Now for the finale, we'll look at why the second code is faster than the first. The first thing we can do is, by using big-O, notice that since both have the same big-O notation, it must be that the code inside the {} is costing more than the others.

So lets look at it:

my @sorted = sort { my @a = $a =~ /(\d+)\.(\d+)\.(\d+)\.(\d+)/; my @b = $b =~ /(\d+)\.(\d+)\.(\d+)\.(\d+)/; $a[0] <=> $b[0] || $a[1] <=> $b[1] || $a[2] <=> $b[2] || $a[3] <=> $b[3] } @unsorted;
and
my @sorted = sort { pack('C4' => $a =~ /(\d+)\.(\d+)\.(\d+)\.(\d+)/) cmp pack('C4' => $b =~ /(\d+)\.(\d+)\.(\d+)\.(\d+)/) } @unsorted;

Now, the first thing to notice is that they both pay the same cost to translate $a and $b into a list of four numbers. However they store the result differently. One creates arrays @a and @b, the other sends the results directly to a function.

This is one place for a speed increase, the first code can be made faster by saying:  my $aref = [$a=~/(\d+)\.(\d+)\.(\d+)\.(\d+)/]; Instead of allocating a new array and copying the contents, we now only allocate a reference and point to the already allocated anonymous array.

The next place to look is at the cmp vs. the <=> and ||'s. Since both create all of the list at once (using the regex) the short circuit logic of both the cmp (between bytes) and the <=> and ||'s is only keeping you from having to make at most four more comparisons (and no data processing). So we can first conclude that the savings for this part will probably be small. Looking further we see that cmp is a direct perl statement, whereas <=> and || are several combined, the cmp is probably faster in this case (but again, not by much).

The next thing is very subtle, you are using <=> in the first code, which forces strings to be converted to numbers before the are compared. This would mean that <=> vs a cmp would probably be slower (of course, simply moving to cmp would make the code incorrect). Of course these string conversions may or may not be equal to the cost of the pack() operation (not the cost of the call though).
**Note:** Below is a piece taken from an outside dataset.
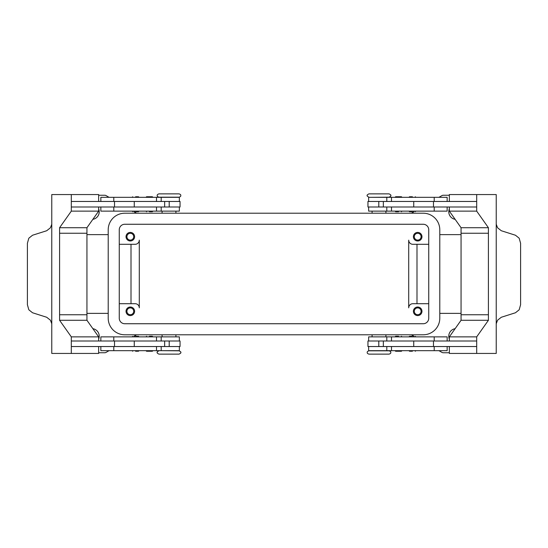 <?xml version="1.0" encoding="UTF-8"?>
<svg xmlns="http://www.w3.org/2000/svg" width="548" height="548" viewBox="0 0 548 548"><rect width="100%" height="100%" fill="white"/><g stroke="black" fill="none" stroke-linecap="round" stroke-linejoin="round"><path stroke-width="0.82" d="M158.913 350.816C157.345 351.631 156.79 352.179 157.255 352.474C156.783 352.748 157.338 353.302 158.913 354.131L179.086 354.131C180.662 353.302 181.217 352.748 180.744 352.474C181.21 352.179 180.655 351.631 179.086 350.816L162.092 350.679M379.004 354.131L389.087 354.131C390.423 353.679 390.971 353.124 390.745 352.474C390.971 351.823 390.423 351.268 389.087 350.816L368.914 350.816C367.585 351.268 367.03 351.823 367.256 352.474C367.03 353.124 367.585 353.679 368.914 354.131L379.004 354.131M372.092 197.321L389.087 197.184C390.656 196.369 391.21 195.821 390.745 195.526C391.217 195.252 390.662 194.698 389.087 193.869L368.914 193.869C367.338 194.698 366.783 195.252 367.256 195.526C366.79 195.821 367.345 196.369 368.914 197.184M168.996 193.869L158.913 193.869C157.577 194.321 157.029 194.876 157.255 195.526C157.029 196.177 157.577 196.732 158.913 197.184L179.086 197.184C180.415 196.732 180.97 196.177 180.744 195.526C180.97 194.876 180.415 194.321 179.086 193.869L168.996 193.869M135.589 351.234L138.493 351.234L135.589 351.234M135.589 336.308L138.493 336.308L135.589 336.308M179.36 341.007L179.36 336.862L100.853 336.862L100.853 341.007M179.36 346.535L179.36 350.679L100.853 350.679L100.853 346.535M164.66 206.993L164.66 201.465L180.052 201.465L180.052 206.993L71.308 206.993L71.308 201.465L164.66 201.465M134.267 201.465L134.267 206.993M152.365 196.739L152.919 197.294L146.008 197.294L146.563 196.739L152.365 196.739L146.563 196.739M149.46 211.72L152.365 211.72L149.46 211.72M152.365 211.72L152.919 211.165L146.008 211.165L146.563 211.72M412.411 351.234L409.507 351.234L412.411 351.234M412.411 336.308L409.507 336.308L412.411 336.308M368.64 341.007L368.64 336.862L447.147 336.862L447.147 341.007M368.64 346.535L368.64 350.679L447.147 350.679L447.147 346.535M383.34 206.993L383.34 201.465L367.948 201.465L367.948 206.993L476.692 206.993L476.692 201.465L383.34 201.465M413.733 201.465L413.733 206.993M395.635 196.739L398.54 196.739L395.635 196.739L395.081 197.294L401.992 197.294L401.437 196.739L398.54 196.739L401.437 196.739M398.54 211.72L395.635 211.72L398.54 211.72M395.635 211.72L395.081 211.165L401.992 211.165L401.437 211.72M126.917 311.305A3.398 3.398 0 0 0 130.314 314.703A3.398 3.398 0 0 0 133.712 311.305A3.398 3.398 0 0 0 130.314 307.908A3.398 3.398 0 0 0 126.917 311.305M134.596 311.305A4.281 4.281 0 0 1 130.314 315.586A4.281 4.281 0 0 1 126.033 311.305A4.281 4.281 0 0 1 130.314 307.017A4.281 4.281 0 0 1 134.596 311.305M414.288 236.695A3.398 3.398 0 0 0 417.686 240.093A3.398 3.398 0 0 0 421.083 236.695A3.398 3.398 0 0 0 417.686 233.297A3.398 3.398 0 0 0 414.288 236.695M421.967 236.695A4.281 4.281 0 0 1 417.686 240.983A4.281 4.281 0 0 1 413.404 236.695A4.281 4.281 0 0 1 417.686 232.414A4.281 4.281 0 0 1 421.967 236.695M126.917 236.695A3.398 3.398 0 0 0 130.314 240.093A3.398 3.398 0 0 0 133.712 236.695A3.398 3.398 0 0 0 130.314 233.297A3.398 3.398 0 0 0 126.917 236.695M134.596 236.695A4.281 4.281 0 0 1 130.314 240.983A4.281 4.281 0 0 1 126.033 236.695A4.281 4.281 0 0 1 130.314 232.414A4.281 4.281 0 0 1 134.596 236.695M414.288 311.305A3.398 3.398 0 0 0 417.686 314.703A3.398 3.398 0 0 0 421.083 311.305A3.398 3.398 0 0 0 417.686 307.908A3.398 3.398 0 0 0 414.288 311.305M421.967 311.305A4.281 4.281 0 0 1 417.686 315.586A4.281 4.281 0 0 1 413.404 311.305A4.281 4.281 0 0 1 417.686 307.017A4.281 4.281 0 0 1 421.967 311.305M368.64 201.465L368.64 197.321L447.147 197.321L447.147 201.465M368.64 206.993L368.64 211.138L447.147 211.138L447.147 206.993M412.411 211.692L409.507 211.692L412.411 211.692M412.411 196.766L409.507 196.766L412.411 196.766M398.54 336.28L395.635 336.28L398.54 336.28M395.635 336.28L395.081 336.835L401.992 336.835L401.437 336.28M395.635 351.261L395.081 350.706L401.992 350.706L401.437 351.261L395.635 351.261L401.437 351.261M383.34 341.007L383.34 346.535L367.948 346.535L367.948 341.007L476.692 341.007L476.692 346.535L383.34 346.535M413.733 346.535L413.733 341.007M496.228 224.228L497.563 227.783L501.304 230.742L515.476 235.243L519.168 238.202L520.6 243.271L520.6 304.729L519.168 309.798L515.476 312.757L501.304 317.258L497.563 320.217L496.228 323.772M496.228 222.735A8.289 5.864 90 0 0 496.228 223.002L496.228 324.998A8.289 5.864 -90 0 0 496.228 325.265L496.228 353.439L476.692 353.439L476.692 336.862L488.412 320.285L488.412 233.243L461.06 233.243L488.412 233.243L488.412 227.715L476.692 211.138L476.692 194.561L496.228 194.561L496.228 222.735M179.36 201.465L179.36 197.321L100.853 197.321L100.853 201.465M179.36 206.993L179.36 211.138L100.853 211.138L100.853 206.993M135.589 211.692L138.493 211.692L135.589 211.692M135.589 196.766L138.493 196.766L135.589 196.766M149.46 336.28L152.365 336.28L149.46 336.28M152.365 336.28L152.919 336.835L146.008 336.835L146.563 336.28M152.365 351.261L149.46 351.261L152.365 351.261L152.919 350.706L146.008 350.706L146.563 351.261L149.46 351.261L146.563 351.261M164.66 341.007L164.66 346.535L180.052 346.535L180.052 341.007L71.308 341.007L71.308 346.535L164.66 346.535M134.267 346.535L134.267 341.007M51.772 323.772L50.437 320.217L46.696 317.258L32.524 312.757L28.832 309.798L27.4 304.729L27.4 243.271L28.832 238.202L32.524 235.243L46.696 230.742L50.437 227.783L51.772 224.228M51.772 325.265A8.289 5.864 -90 0 0 51.772 324.998L51.772 223.002A8.289 5.864 90 0 0 51.772 222.735L51.772 194.561L71.308 194.561L71.308 211.138L59.588 227.715L59.588 233.243L86.94 233.243L59.588 233.243L59.588 320.285L71.308 336.862L71.308 353.439L51.772 353.439L51.772 325.265M449.339 352.748L443.298 352.748A2.761 2.761 0 0 1 441.914 352.378L438.962 350.679M109.038 350.679L106.086 352.378A2.761 2.761 0 0 1 104.702 352.748L98.661 352.748M98.661 195.252L104.702 195.252A2.761 2.761 0 0 1 106.086 195.622L109.038 197.321M438.962 197.321L441.914 195.622A2.761 2.761 0 0 1 443.298 195.252L449.339 195.252M98.661 208.952A7.597 7.597 0 0 1 92.872 219.323M449.339 339.048A7.597 7.597 0 0 1 455.128 328.677M92.872 328.677A7.597 7.597 0 0 1 98.661 339.048M455.128 219.323A7.597 7.597 0 0 1 449.339 208.952M411.445 213.213L414.076 211.692M411.445 334.787L414.076 336.308M136.555 334.787L133.924 336.308M108.209 313.374L86.94 313.374M461.06 313.374L439.791 313.374M428.742 303.702L412.85 303.702A4.144 4.144 0 0 0 408.705 307.846L408.705 240.154A4.144 4.144 0 0 0 412.85 244.298L428.742 244.298M119.259 244.298L135.151 244.298A4.144 4.144 0 0 0 139.295 240.154L139.295 307.846A4.144 4.144 0 0 0 135.151 303.702L119.259 303.702M136.555 213.213L133.924 211.692M108.209 234.626L86.94 234.626M461.06 234.626L439.791 234.626M131.006 244.298L131.006 303.702M416.994 244.298L416.994 303.702M98.661 341.007L98.661 336.862L86.94 320.285L86.94 314.758L59.588 314.758L86.94 314.758L86.94 227.715L59.588 227.715M98.661 201.465L98.661 194.561L71.308 194.561M86.94 227.715L98.661 211.138L71.308 211.138M98.661 211.138L98.661 206.993M98.661 346.535L98.661 353.439L71.308 353.439M86.94 320.285L59.588 320.285M98.661 336.862L71.308 336.862M114.518 341.007L114.518 346.535M114.518 206.993L114.518 201.465M488.412 314.758L461.06 314.758L488.412 314.758M449.339 341.007L449.339 336.862L461.06 320.285L461.06 227.715L488.412 227.715M461.06 227.715L449.339 211.138L476.692 211.138M449.339 211.138L449.339 206.993M449.339 201.465L449.339 194.561L476.692 194.561M433.482 206.993L433.482 201.465M449.339 346.535L449.339 353.439L476.692 353.439M461.06 320.285L488.412 320.285M449.339 336.862L476.692 336.862M433.482 341.007L433.482 346.535M139.295 307.846A4.144 4.144 0 0 0 135.151 303.702M408.705 240.154A4.144 4.144 0 0 0 412.85 244.298M423.214 224.262A5.528 5.528 0 0 1 428.742 229.79L428.742 318.21A5.528 5.528 0 0 1 423.214 323.738L124.786 323.738A5.528 5.528 0 0 1 119.259 318.21L119.259 229.79A5.528 5.528 0 0 1 124.786 224.262L423.214 224.262M423.214 213.213A16.577 16.577 0 0 1 439.791 229.79L439.791 318.21A16.577 16.577 0 0 1 423.214 334.787L124.786 334.787A16.577 16.577 0 0 1 108.209 318.21L108.209 229.79A16.577 16.577 0 0 1 124.786 213.213L423.214 213.213M391.498 341.007L391.498 336.862M391.498 350.679L391.498 346.535M156.502 197.321L156.502 201.465M156.502 206.993L156.502 211.138M169.202 206.993L169.202 201.465M113.799 206.993L113.799 211.138M113.799 197.321L113.799 201.465M378.798 206.993L378.798 201.465M391.498 206.993L391.498 211.138M434.201 206.993L434.201 211.138M391.498 197.321L391.498 201.465M434.201 197.321L434.201 201.465M434.201 350.679L434.201 346.535M434.201 341.007L434.201 336.862M378.798 341.007L378.798 346.535M113.799 350.679L113.799 346.535M156.502 350.679L156.502 346.535M113.799 341.007L113.799 336.862M156.502 341.007L156.502 336.862M169.202 341.007L169.202 346.535M132.137 350.679L132.691 351.234M132.137 336.862L132.691 336.308M162.092 334.787L162.092 336.862M408.952 350.679L409.507 351.234M408.952 336.862L409.507 336.308M386.799 341.007L386.799 336.862M386.799 350.679L386.799 346.535M372.092 334.787L372.092 336.862M385.908 213.213L385.908 211.138M415.864 211.138L415.309 211.692M415.864 197.321L415.309 196.766M175.908 213.213L175.908 211.138M161.201 197.321L161.201 201.465M161.201 206.993L161.201 211.138M139.048 211.138L138.493 211.692M139.048 197.321L138.493 196.766M132.137 197.321L132.691 196.766M132.137 211.138L132.691 211.692M162.092 211.138L162.092 213.213M408.952 197.321L409.507 196.766M408.952 211.138L409.507 211.692M386.799 206.993L386.799 211.138M386.799 197.321L386.799 201.465M372.092 213.213L372.092 211.138M385.908 336.862L385.908 334.787M415.864 336.862L415.309 336.308M415.864 350.679L415.309 351.234M175.908 334.787L175.908 336.862M161.201 350.679L161.201 346.535M161.201 341.007L161.201 336.862M139.048 336.862L138.493 336.308M139.048 350.679L138.493 351.234"/></g></svg>

The last thing to look at is what is left, the array lookups, and the pack() call. The pack call has to be costly, but it's operation itself is fast (and probably written in C). Array lookups are pretty much as fast as you can get, so the first code wins with this.

The conclusion is, you have to decide if memory allocation and deallocation is going to cost more than two function calls. I would personally go for the memory allocation being slower. This is because at worse, we have to ask the system itself for the memory, which can be very costly, even if it isn't likely. At best we have to ask perl for the memory, which is probably at least half the cost of a built in function like pack(). Also we then have to deallocate that same memory (with approximately the same cost).

Now to test out some modifications:

... or not. My heavily load SMP 2.4.0-test kernel machine mixed with the Bechmark module seems to equal, not good system times (which may be part of my problems with random crashes) I just got back negative times after waiting about a minute on a benchmark that was only supposed to run for 1 cpu second :P . Anyway just take my word for it! lol

Ciao,
Gryn

Does the hippo have the buddha nature?